(Collected data entries)
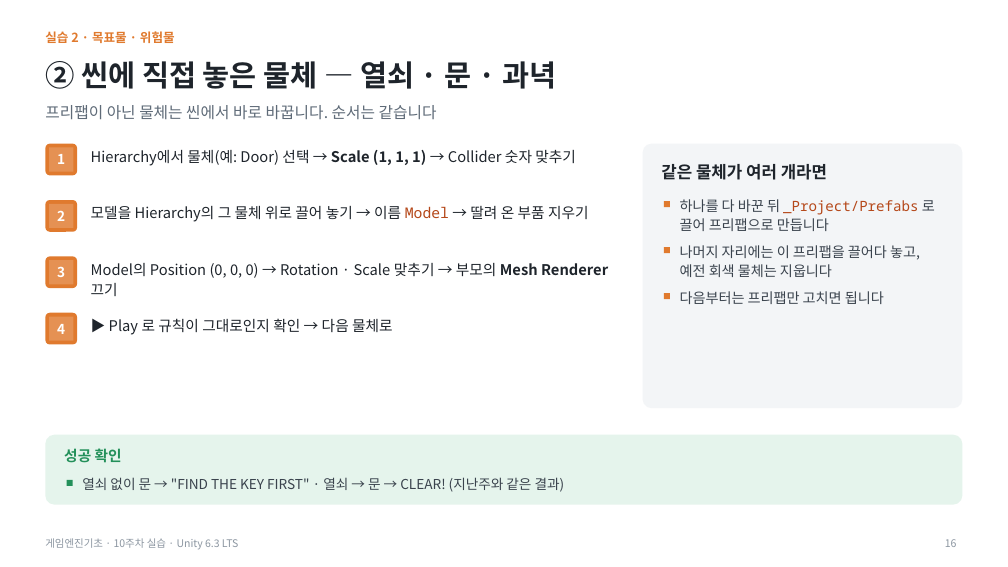
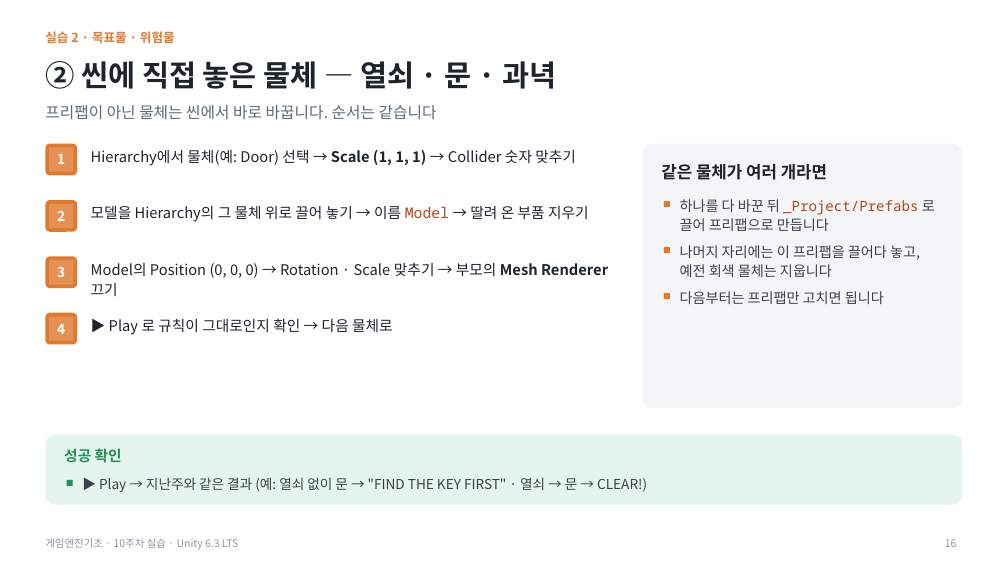
Before and after one commit to iplay-garden/game-engine-basics, a slide deck: slide 16 of 10주차/한국어/게임엔진기초_10주차_오프라인_실습슬라이드.pptx. Drawn at 1008x567 pixels with LibreOffice and Linux fonts; fonts in the diff are those of the drawing. Boxes give left, top, right and bottom in pixels: in the first picture for what was removed or moved away, otherwise in the second. Text is boxed around its words. In the diff, an @@ line names an element or a change of style, - is before the commit and + after.

```diff
--- a/10주차/한국어/게임엔진기초_10주차_오프라인_실습슬라이드.pptx
+++ b/10주차/한국어/게임엔진기초_10주차_오프라인_실습슬라이드.pptx
@@ text at [99,477,647,492]: text changed @@
-열쇠 없이 문 → "FIND THE KEY FIRST" · 열쇠 → 문 → CLEAR! (지난주와 같은 결과)
+▶ Play → 지난주와 같은 결과 (예: 열쇠 없이 문 → "FIND THE KEY FIRST" · 열쇠 → 문 → CLEAR!)
```
Also in this commit, not shown: 9 other slides changed, 13 other files.

EXERCISE DIRECTIONS
Repeat the data exactly as given. Keep every picture out of the copy.

REPLY
Before and after one commit to iplay-garden/game-engine-basics, a slide deck: slide 16 of 10주차/한국어/게임엔진기초_10주차_오프라인_실습슬라이드.pptx. Drawn at 1008x567 pixels with LibreOffice and Linux fonts; fonts in the diff are those of the drawing. Boxes give left, top, right and bottom in pixels: in the first picture for what was removed or moved away, otherwise in the second. Text is boxed around its words. In the diff, an @@ line names an element or a change of style, - is before the commit and + after.

```diff
--- a/10주차/한국어/게임엔진기초_10주차_오프라인_실습슬라이드.pptx
+++ b/10주차/한국어/게임엔진기초_10주차_오프라인_실습슬라이드.pptx
@@ text at [99,477,647,492]: text changed @@
-열쇠 없이 문 → "FIND THE KEY FIRST" · 열쇠 → 문 → CLEAR! (지난주와 같은 결과)
+▶ Play → 지난주와 같은 결과 (예: 열쇠 없이 문 → "FIND THE KEY FIRST" · 열쇠 → 문 → CLEAR!)
```
Also in this commit, not shown: 9 other slides changed, 13 other files.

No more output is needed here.